Anonymous
Beloved of All
I am battling a open addition, and trying to stop masterbating. I want to get married someday. Although I watch porn and masterbate frequently, I have never had real intimate sex with a women. I feel it's my time to stop waiting for my future wife. I don't want to wait forever. I though I could do it, but it's too hard, and God won't answer my prayer for a wife. I so bad wanted to wait for her, but I don't even think she exists anymore. I wanted to do this right, but it seems I'm just to weak. God won't listen to me, and I give up. I've been waiting for 9 years for God to answer my prayer for a wife. I have not had intercores with a women ever. I write letters to my future wife, but God has refused to give me a wife, and I am stuck burning with lust, and trying to quit masterbating, and watching porn.

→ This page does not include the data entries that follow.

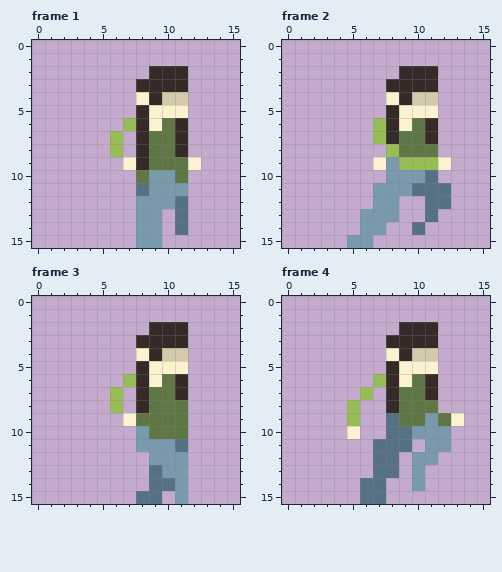
One commit to this pixel-art file: assets/entities/player/sprint.ase. Above is the file before it was changed.
16x16 pixels, 4 frames. Shown: frame 1, frame 2, frame 3, frame 4.
After:
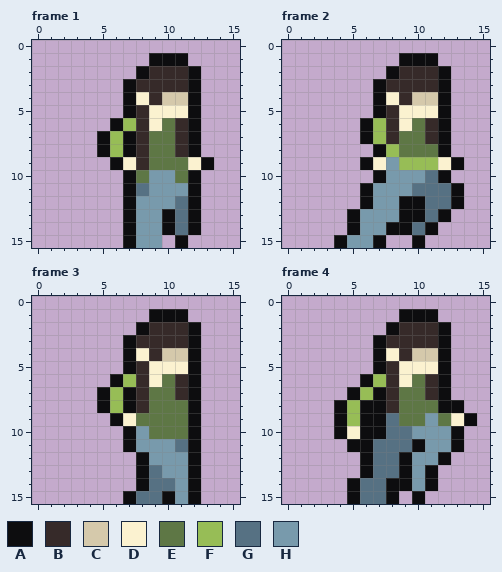
Palette (. is transparent): A #0d0d0f  B #362a29  C #d5c9ab  D #fbf2d0  E #5e7745  F #97bd56  G #567183  H #789aac
Edits made:
Changed rows in their new state; - is an unchanged pixel.
Frame 1:
first column x 5:
 1 ----AAA--
 2 ---A---A-
 3 --A----A-
 4 --A----A-
 5 --A----A-
 6 -A-----A-
 7 A-A----A-
 8 A-A----A-
 9 -A------A
10 --A----A-
11 --A----A-
12 --A----A-
13 --A--A-A-
14 --A--A-A-
15 --A---A--
Frame 2:
first column x 4:
 1 -----AAA--
 2 ----A---A-
 3 ---A----A-
 4 ---A----A-
 5 ---A----A-
 6 --A-----A-
 7 --A-----A-
 8 ---A----A-
 9 --A------A
10 ---A----A-
11 --A------A
12 --A--AA--A
13 -A---AA-A-
14 -A--AA-A--
15 A--A--A---
Frame 3:
first column x 5:
 1 ----AAA-
 2 ---A---A
 3 --A----A
 4 --A----A
 5 --A----A
 6 -A-----A
 7 A-A----A
 8 A-A----A
 9 -A-----A
10 --A----A
11 --A----A
12 ---A---A
13 ---A---A
14 ---A---A
15 --A--A-A
Frame 4:
first column x 4:
 1 -----AAA---
 2 ----A---A--
 3 ---A----A--
 4 ---A----A--
 5 ---A----A--
 6 --A-----A--
 7 -A-A----A--
 8 A-AA----AA-
 9 A-AA------A
10 A-AA-----A-
11 -AA---A--A-
12 --A--A--A--
13 --A--A-A---
14 -A--AA-A---
15 -A--A-A----

I just want intimacy with my future wife, but I guess that's never gonna happen so why wait. I've kept myself from crossing the line and having real sex eversence I was taugg that it was the right thing to do. I was told if I waited it would be worth it. I was told it would not be that long before I met my future wife. I though for sure by now I would have met her and gotten married. But no. God has not given me my future wife, and I am starting to think he could care less. I can't even get dates. I'm so pathetic. Why is God doing this to me? Please pray for me.